Еще не стих гул моторов последней группы самолетов, как небо на западе разом обесцветилось, а еще через какое-то мгновение земля вздрогнула, и осыпался снег с ветвей ели. С этого момента взрывы следовали один за другим, и небо постепенно наливалось кровью.

— Интересно, чего они там бомбят, чего? — уже который раз спрашивал Юрка.

— Станцию на железной дороге, — наконец ответил Григорий так уверенно, словно это он давал летчикам боевое задание.

— Не похоже. На земле что-то самостоятельно рвется, — не согласился с ним Каргин.

— Они… Там склад бомб, — сказал Пауль, повернулся и зашагал к землянке.

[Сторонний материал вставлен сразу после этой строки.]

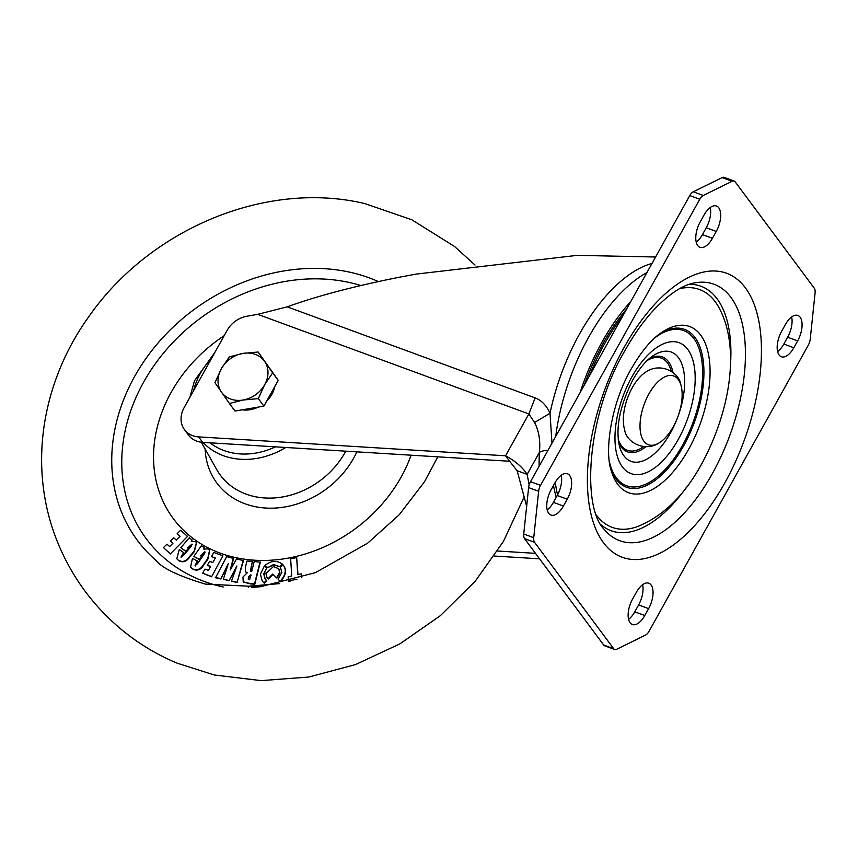 <?xml version="1.0" encoding="UTF-8"?>
<svg xmlns="http://www.w3.org/2000/svg" width="858" height="858" viewBox="0 0 858 858"><rect width="100%" height="100%" fill="white"/><g stroke="black" fill="none" stroke-linecap="round" stroke-linejoin="round"><path stroke-width="1.29" d="M569.712 475.536A18.34 8.988 110.2 0 0 567.438 473.766A18.34 8.988 110.2 0 0 555.008 482.775L551.19 489.639A18.34 8.988 110.2 0 0 550.965 515.068A18.34 8.988 110.2 0 0 563.395 506.059L567.224 499.195A18.34 8.988 110.2 0 0 569.712 475.536M718.747 207.786A18.34 8.988 110.2 0 0 716.473 206.017A18.34 8.988 110.2 0 0 704.043 215.026L700.214 221.89A18.34 8.988 110.2 0 0 699.999 247.319A18.34 8.988 110.2 0 0 712.43 238.309L716.248 231.446A18.34 8.988 110.2 0 0 718.747 207.786M651.104 584.974A18.34 8.988 110.2 0 0 648.83 583.204A18.34 8.988 110.2 0 0 636.411 592.213L632.582 599.077A18.34 8.988 110.2 0 0 632.367 624.506A18.34 8.988 110.2 0 0 644.798 615.497L648.616 608.633A18.34 8.988 110.2 0 0 651.104 584.974M800.139 317.224A18.34 8.988 110.2 0 0 797.865 315.454A18.34 8.988 110.2 0 0 785.435 324.463L781.617 331.327A18.34 8.988 110.2 0 0 781.402 356.756A18.34 8.988 110.2 0 0 793.822 347.747L797.65 340.883A18.34 8.988 110.2 0 0 800.139 317.224M626.672 308.944A139.5 68.372 110.2 0 0 602.97 343.65A139.5 68.372 110.2 0 0 584.287 385.092M646.921 272.565A142.643 69.916 110.2 0 0 588.588 337.333A142.643 69.916 110.2 0 0 555.737 436.379M555.287 482.282A142.643 69.916 110.2 0 0 557.582 494.841M580.094 392.632A142.643 69.916 -69.8 0 1 601.93 342.235A142.643 69.916 -69.8 0 1 630.866 301.405M791.634 316.967A18.34 8.988 -69.8 0 1 787.644 337.205L783.826 344.069A18.34 8.988 -69.8 0 1 777.627 351.566M642.599 584.727A18.34 8.988 -69.8 0 1 638.609 604.954L634.791 611.818A18.34 8.988 -69.8 0 1 628.592 619.315M710.231 207.529A18.34 8.988 -69.8 0 1 706.241 227.767L702.423 234.631A18.34 8.988 -69.8 0 1 696.224 242.128M561.207 475.289A18.34 8.988 -69.8 0 1 557.217 495.516L553.399 502.38A18.34 8.988 -69.8 0 1 547.2 509.877M645.57 635.059L616.72 649.259A8.151 4 -69.8 0 1 614.693 649.474A8.151 4 -69.8 0 1 613.685 648.691L534.534 542.277A8.151 4 -69.8 0 1 533.73 537.687L538.631 491.269A8.151 4 -69.8 0 1 540.529 485.349L699.774 199.26A8.151 4 -69.8 0 1 703.27 195.463L732.11 181.263A8.151 4 -69.8 0 1 734.137 181.049A8.151 4 -69.8 0 1 735.156 181.832L814.296 288.245A8.151 4 -69.8 0 1 815.1 292.835L810.209 339.253A8.151 4 -69.8 0 1 808.3 345.173L649.066 631.263A8.151 4 -69.8 0 1 645.57 635.059M734.137 181.049L724.141 177.37A8.151 4 110.2 0 0 722.114 177.595L693.264 191.795A8.151 4 110.2 0 0 689.768 195.581L530.534 481.681A8.151 4 110.2 0 0 528.625 487.601L523.734 534.008A8.151 4 110.2 0 0 524.528 538.599L603.678 645.012A8.151 4 110.2 0 0 604.686 645.795L614.693 649.474M184.481 429.654L188.556 435.124A24.453 20.292 -36.6 0 0 202.681 442.363L509.631 461.261L505.566 455.791L198.606 436.883A24.453 20.292 143.4 0 1 184.481 429.654A24.453 20.292 143.4 0 1 183.773 408.311A24.453 20.292 143.4 0 1 184.095 407.711L227.145 330.362A24.453 20.292 143.4 0 1 246.954 316.227L257.7 314.339L287.216 306.842C316.581 296.171 353.796 286.325 398.863 277.316L416.344 274.077L577.198 255.352L655.587 257.003M509.631 461.261L517.149 470.72L526.651 506.295M529.161 484.952L527.144 474.388L517.149 470.72M547.972 450.332A12.226 5.695 3 0 0 539.403 452.37L527.144 474.388C522.661 467.374 515.465 461.164 505.566 455.791L528.86 413.931L534.577 422.49L550.021 413.256L551.984 443.136M535.51 553.356L497.586 551.018M494.294 556.038L539.575 558.826M534.577 422.49C538.942 430.898 540.551 440.862 539.403 452.37A152.37 74.689 110.2 0 0 539.156 466.173M257.7 314.339L528.86 413.931L535.135 397.908C541.441 400.268 546.407 405.384 550.021 413.256A142.643 69.916 -69.8 0 1 579.536 334.009A142.643 69.916 -69.8 0 1 651.994 263.438M648.884 393.961A36.637 17.964 110.2 0 0 640.797 433.901A36.637 17.964 110.2 0 0 659.62 442.61A36.637 17.964 110.2 0 0 673.273 426.758A36.637 17.964 110.2 0 0 680.844 384.834A36.637 17.964 110.2 0 0 648.884 393.961M659.62 442.61C644.594 452.863 625.922 441.838 624.645 429.761A36.637 17.964 -69.8 0 1 632.207 387.837A36.637 17.964 -69.8 0 1 645.87 371.986C660.896 361.744 679.557 372.769 680.844 384.834M411.1 455.19A140.605 116.709 143.4 0 1 408.376 462.205A140.605 116.709 143.4 0 1 234.76 557.421A140.605 116.709 143.4 0 1 163.91 407.228A140.605 116.709 143.4 0 1 224.195 335.671M265.197 579.075L264.007 574.259L266.623 567.932L264.275 566.151L260.424 574.195L262.216 581.005L264.296 583.204L266.784 580.694L265.058 578.893L263.738 573.895L266.623 567.932M262.355 581.188L264.296 583.204M278.11 579.161L280.158 581.252C285.821 574.849 286.744 569.347 282.925 564.746L280.266 567.009L281.885 572.372L278.11 579.161L280.437 581.617C286.1 575.214 287.012 569.712 283.194 565.111M282.925 564.746L283.505 565.486M296.986 579.161L288.417 581.048L288.159 576.78L291.731 575.986L290.658 558.901L296.675 557.561L297.737 574.656L301.297 573.863L301.78 577.649M290.39 581.038L288.417 581.048M296.675 557.561L297.983 574.592M260.06 561.84L254.547 583.837L250.397 583.59L243.222 581.831L242.953 577.048L247.319 572.726L245.356 571.61L245.506 566.859L246.954 561.057L252.402 561.379L250.375 570.999L251.705 571.407L254.193 561.486L260.328 562.205L254.826 584.201L250.665 583.955L243.372 582.014M246.718 572.769L245.495 571.771M252.402 561.379L250.557 571.149M227.509 566.087L220.785 578.935L215.53 577.756L226.694 556.606L233.58 558.461L230.952 568.768M233.312 558.097L230.298 569.927L236.626 558.848L243.468 560.682L237.044 582.593L231.521 581.048L236.883 565.948L229.011 580.78L223.37 579.214L228.335 563.481L220.785 578.935M235.907 568.693L229.011 580.78M207.368 565.261L209.556 561.336L212.816 562.537L215.347 558L211.518 556.585L213.835 552.455L222.866 555.791L211.615 576.801L202.649 573.23L204.955 569.09L208.44 570.377L210.618 566.462L207.368 565.261L210.5 566.688M215.229 558.215L211.518 556.585M209.695 550.332L208.022 558.912L203.893 564.757C201.169 569.594 197.587 571.128 193.147 569.358L190.68 567.288M197.34 560.842L195.066 565.594L197.415 563.76L204.097 554.322L204.826 551.726L200.622 555.898L201.598 556.413L199.485 559.405L193.833 556.402L201.287 545.849L204.333 547.458L203.786 549.109L208.086 548.884L209.567 550.139L207.754 558.547L203.625 564.392C200.901 569.229 197.319 570.763 192.868 568.993L190.54 567.117L192.503 558.279L197.608 561.207L195.345 565.958M205.18 552.155L201.008 556.102M201.598 556.413L199.753 559.77L193.833 556.402M204.333 547.458L204.258 548.863M196.6 542.717L194.337 551.651L189.672 557.121C186.486 561.7 182.84 562.88 178.732 560.66L176.92 558.89M183.719 552.531L180.984 557.078L183.462 555.48L191.002 546.643L191.999 544.111L187.462 547.887L188.352 548.509L185.961 551.308L180.813 547.704L189.243 537.827L192.01 539.768L191.291 541.366L195.495 541.591L196.471 542.524L194.069 551.286L189.404 556.756C186.218 561.336 182.572 562.516 178.464 560.295L176.78 558.719L179.322 549.463L183.987 552.895L181.252 557.443M192.289 544.498L187.827 548.144M188.352 548.509L186.229 551.673L180.813 547.704M192.01 539.768L191.817 541.151M170.442 541.076L173.756 537.816L176.233 540.047L180.073 536.282L177.166 533.655L180.663 530.233L187.527 536.422L170.334 553.925L163.46 547.608L166.956 544.165L169.605 546.557L172.908 543.307L170.442 541.076L172.844 543.371M180.008 536.336L177.166 533.655M267.074 577.584L268.447 578.946L272.994 574.42L276.909 578.11L279.944 572.833L278.807 568.875M267.632 567.61L273.895 564.896L279.955 566.773L282.346 564.146C276.909 560.135 271.117 560.564 264.983 565.443L267.632 567.61L273.627 564.532L279.955 566.773M301.297 573.863L301.533 577.724M249.624 579.718L250.847 574.828L248.563 576.705L248.284 579.289L249.624 579.718M248.262 577.917L248.455 579.44M251.126 575.192L248.841 577.069L248.53 578.281M220.517 578.571L215.261 577.391M228.743 580.416L223.37 579.214M243.2 560.317L237.044 582.593M236.776 582.228L231.521 581.048M222.866 555.791L211.615 576.801M211.347 576.437L202.649 573.23M187.527 536.422L170.334 553.925M170.066 553.56L163.46 547.608M279.687 583.612L248.466 586.239L248.327 587.676M251.684 587.494L259.245 586.851M276.641 577.745L279.665 572.468L278.668 568.682L273.412 566.537L265.937 573.627L266.935 577.402L268.168 578.582L272.726 574.056L276.909 578.11M264.028 582.839L266.516 580.33M279.687 566.409L282.346 564.146M264.983 565.443L267.353 567.245M270.806 369.712L271.45 370.57A26.491 21.986 143.4 0 1 272.469 372.093M274.732 386.636A26.491 21.986 143.4 0 1 266.645 401.179M258.29 407.089A26.491 21.986 143.4 0 1 250.279 409.684A26.491 21.986 143.4 0 1 242.256 409.824M258.129 352.005L278.228 380.362L263.889 406.134L235.038 411.046L229.451 403.539L243.093 400.021A26.491 21.986 143.4 0 1 221.418 392.052A26.491 21.986 143.4 0 1 221.332 368.747A26.491 21.986 143.4 0 1 242.921 353.41A26.491 21.986 143.4 0 1 264.596 361.368A26.491 21.986 143.4 0 1 264.682 384.674L272.64 372.855L258.129 352.005L242.921 353.41L229.29 356.928L221.332 368.747L214.95 382.689L229.451 403.539M243.093 400.021A26.491 21.986 -36.6 0 0 264.682 384.674L258.301 398.616L243.093 400.021M263.889 406.134L258.301 398.616M278.228 380.362L272.64 372.855M622.929 315.658A141.248 69.23 110.2 0 0 604.654 343.693A141.248 69.23 110.2 0 0 589.435 375.836M604.482 529.676A136.637 66.978 110.2 0 0 712.355 473.637A136.637 66.978 110.2 0 0 744.83 340.036A136.637 66.978 110.2 0 0 695.162 282.775C687.161 284.18 674.109 288.663 653.453 310.328C643.243 321.428 633.751 334.845 624.956 350.568C586.99 414.2 581.166 507.571 604.482 529.676M624.045 347.544A151.319 74.174 110.2 0 0 603.474 542.717A151.319 74.174 110.2 0 0 724.785 482.979A151.319 74.174 110.2 0 0 745.355 287.816A151.319 74.174 110.2 0 0 624.045 347.544M689.285 284.288A130.234 63.835 -69.8 0 1 730.265 367.739M686.228 487.634A130.234 63.835 -69.8 0 1 600.975 524.721M596.46 515.154A126.684 62.098 110.2 0 0 636.271 527.026C662.269 517.074 684.094 496.01 701.726 463.835C729.986 411.754 741.548 346.064 717.685 305.384A126.684 62.098 -69.8 0 0 679.654 288.653M688.642 449.281A88.535 43.393 110.2 0 0 708.011 352.059A88.535 43.393 110.2 0 0 661.507 332.529C651.49 339.189 641.387 351.34 631.177 368.994C612.011 401.801 604.171 449.099 611.025 469.969A88.535 43.393 110.2 0 0 688.642 449.281M659.727 333.794A84.127 41.238 -69.8 0 1 702.23 354.794A84.127 41.238 -69.8 0 1 683.569 445.988A84.127 41.238 -69.8 0 1 610.488 467.846M654.654 337.988A82.679 40.53 -69.8 0 1 700.3 352.799A82.679 40.53 -69.8 0 1 682.603 445.163A82.679 40.53 -69.8 0 1 609.33 461.368M631.863 376.941A69.755 34.191 110.2 0 0 622.382 466.902A69.755 34.191 110.2 0 0 678.292 439.371A69.755 34.191 110.2 0 0 687.773 349.41A69.755 34.191 110.2 0 0 631.863 376.941M670.548 432.775A58.226 28.539 110.2 0 0 683.29 368.843A58.226 28.539 110.2 0 0 652.702 355.995C646.128 360.371 639.478 368.361 632.764 379.976C619.787 406.049 615.368 428.185 619.508 446.385A58.226 28.539 110.2 0 0 670.548 432.775M645.763 446.846A50.558 24.775 -69.8 0 1 618.65 442.449M649.506 358.44A50.558 24.775 -69.8 0 1 673.026 372.64M647.264 360.457A49.11 24.078 -69.8 0 1 671.256 371.321M643.564 446.707A49.11 24.078 -69.8 0 1 618.243 439.468M783.826 344.069L793.822 347.747M797.65 340.883L787.644 337.205M634.791 611.818L644.798 615.497M648.616 608.633L638.609 604.954M716.248 231.446L706.241 227.767M702.423 234.631L712.43 238.309M567.224 499.195L557.217 495.516M553.399 502.38L563.395 506.059M603.678 645.012L613.685 648.691M534.534 542.277L524.528 538.599M523.734 534.008L533.73 537.687M538.631 491.269L528.625 487.601M530.534 481.681L540.529 485.349M699.774 199.26L689.768 195.581M693.264 191.795L703.27 195.463M732.11 181.263L722.114 177.595M198.606 436.883L202.681 442.363M553.528 485.435A141.184 69.198 110.2 0 0 556.241 497.265M287.216 306.842L535.135 397.908M437.816 456.842L424.431 481.896L399.195 514.789L367.653 543.168L315.497 572.618L260.382 586.733L205.394 584.116C178.496 575.986 162.098 568.146 156.188 560.574A182.411 151.405 143.4 0 1 125.193 395.849A182.411 151.405 143.4 0 1 350.418 272.329A182.411 151.405 143.4 0 1 378.281 281.531M211.851 357.84A67.525 56.049 -36.6 0 0 196.922 380.48A67.525 56.049 -36.6 0 0 193.586 390.658M210.038 442.814A67.525 56.049 -36.6 0 0 275.439 446.836M285.789 447.479A71.589 59.416 143.4 0 1 203.014 442.385M360.768 285.5A174.313 144.68 -36.6 0 0 134.62 400.643A174.313 144.68 -36.6 0 0 223.209 587.001M356.853 451.855A84.416 70.066 143.4 0 1 269.026 508.172A84.416 70.066 143.4 0 1 205.094 448.938M201.319 442.235L216.72 469.594A76.941 63.867 -36.6 0 0 280.201 497.329A76.941 63.867 -36.6 0 0 345.763 451.169M523.648 497.962L503.431 541.43L475.3 581.123L440.347 615.69L399.903 643.865L355.491 664.585L308.719 677.037L261.154 680.63L214.318 674.989L177.134 663.17C157.304 654.911 138.953 643.886 122.104 630.094C93.018 605.973 71.407 576.426 57.261 541.419C27.016 466.162 42.299 381.327 88.857 316.602C149.592 229.354 265.24 179.998 364.757 203.561L411.883 219.809L454.515 246.461L475.021 265.058M214.929 352.306L194.519 380.727L189.875 397.34"/></g></svg>

— Склад бомб? А почему ты нам ничего не сказал о нем? — крикнул вслед Григорий.

Пауль будто не услышал вопроса, он шел к землянке, не оглядываясь. За ним, опустив голову, плелся Ганс.

— Сложна человеческая душа, — сказал Каргин, провожая их глазами.

Его поняли правильно: Пауль и Ганс по собственному желанию несли караульную службу, участвовали в выполнении не одного боевого задания, но еще ни разу при них не применялось оружие против их соотечественников; сегодня они впервые стали свидетелями того, как другие откровенно радовались силе удара своей армии.

Это поняли и нарочно подольше задержались на полянке.

Спустившись в землянку, Пауль сразу почти упал на нары и обхватил руками голову так, словно она вот-вот могла лопнуть от распиравших ее мыслей; как обручи, легли его руки.

Рядом с ним пристроился Ганс и сидел, затаившись.

А Пауль думал, искал выход из тупика, в котором оказался. Отшатнуться от русских, забыть, что именно им обязан жизнью? Это выше его сил; он уже не верил ни Гитлеру, ни тем идеалам, ради которых Германия будто бы и начала войну; он уже точно знал, что в этой войне бог (вера в него нисколечко не ослабела) не на стороне немцев, не он направляет их оружие.